Arabian Nights: Volume 2, The Desolate One

Arabian Nights: Volume 2, The Desolate One ★★★★★

A six-and-a-half-hour opus divided into three parts by Portuguese director Miguel Gomes, Arabian Nights singlehandedly, and quite exhaustively, redefines the political film. Inspired by the severe austerity measures that crippled his country a few years ago, Gomes beautifully blends fact and fiction into a searing magical realist document of governmental negligence and more importantly, the strength and resilience of the people affected. Borrowing the structure of the centuries-old One Thousand And One Nights, Arabian Nights is able to effortlessly move from story to story, reality to fantasy, incorporating both narrative and non-narrative styles, that becomes nothing less than miraculous. Criminally underseen and underappreciated.

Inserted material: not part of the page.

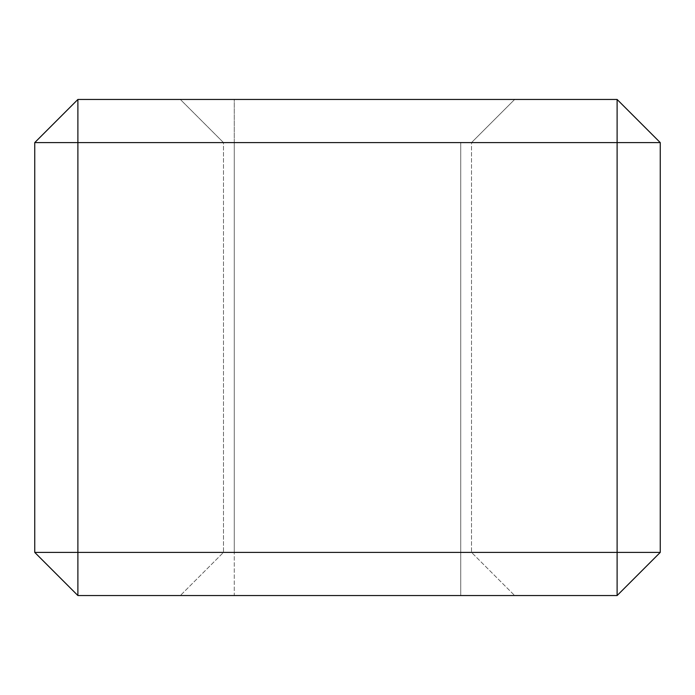 <?xml version="1.0" encoding="UTF-8"?>
<svg xmlns="http://www.w3.org/2000/svg" width="695" height="695" viewBox="0 0 695 695"><rect width="100%" height="100%" fill="white"/><g stroke="black" fill="none" stroke-linecap="round" stroke-linejoin="round"><path stroke-width="0.52" stroke-dasharray="3.48 2.61" d="M617.108 595.545L617.108 552.403L34.75 552.403L77.892 595.545L617.108 595.545L660.25 552.403L617.108 552.403L617.108 142.597L34.75 142.597L34.75 552.403M617.108 99.455L660.25 142.597L617.108 142.597L617.108 99.455L77.892 99.455L34.75 142.597M234.267 595.545L514.656 595.545L234.267 595.545L234.267 552.403L471.523 552.403L234.267 552.403L234.267 595.545M180.344 99.455L234.267 99.455L180.344 99.455L223.477 142.597L234.267 142.597L223.477 142.597L223.477 552.403L180.344 595.545L223.477 552.403L223.477 142.597L180.344 99.455M234.267 99.455L514.656 99.455L234.267 99.455L234.267 142.597L471.523 142.597L471.523 552.403L514.656 595.545L471.523 552.403L471.523 142.597L234.267 142.597L234.267 552.403L234.267 99.455M660.25 142.597L660.25 552.403M514.656 99.455L471.523 142.597L514.656 99.455M77.892 99.455L77.892 595.545M460.733 142.597L460.733 595.545L460.733 142.597"/><path stroke-width="1.04" d="M34.75 142.597L660.25 142.597L617.108 99.455L77.892 99.455L34.75 142.597L34.75 552.403L77.892 595.545L617.108 595.545L660.25 552.403L77.892 552.403L77.892 595.545M34.75 552.403L77.892 552.403L77.892 99.455M660.25 142.597L660.25 552.403M617.108 99.455L617.108 595.545"/></g></svg>

Volume 2: The Desolate One was the Portugese entry for last year's Academy Awards, but sadly the powers that be thought Theeb a better selection. This middle chapter is the most fascinating of the three films, opening with a public trial that ultimately implicates everyone in attendance, and closing with a little dog named Dixie and her many different owners in a poverty-stricken tenement development. Gomes shows the plight of these burdened citizens in ways that are never preachy, endearing the audience to them through simply observing their day to day experiences, in the ways they deal, or don't deal, with their various hardships, the understanding ever-looming that this 150 minute film represents only a few chapters out of the millions affected.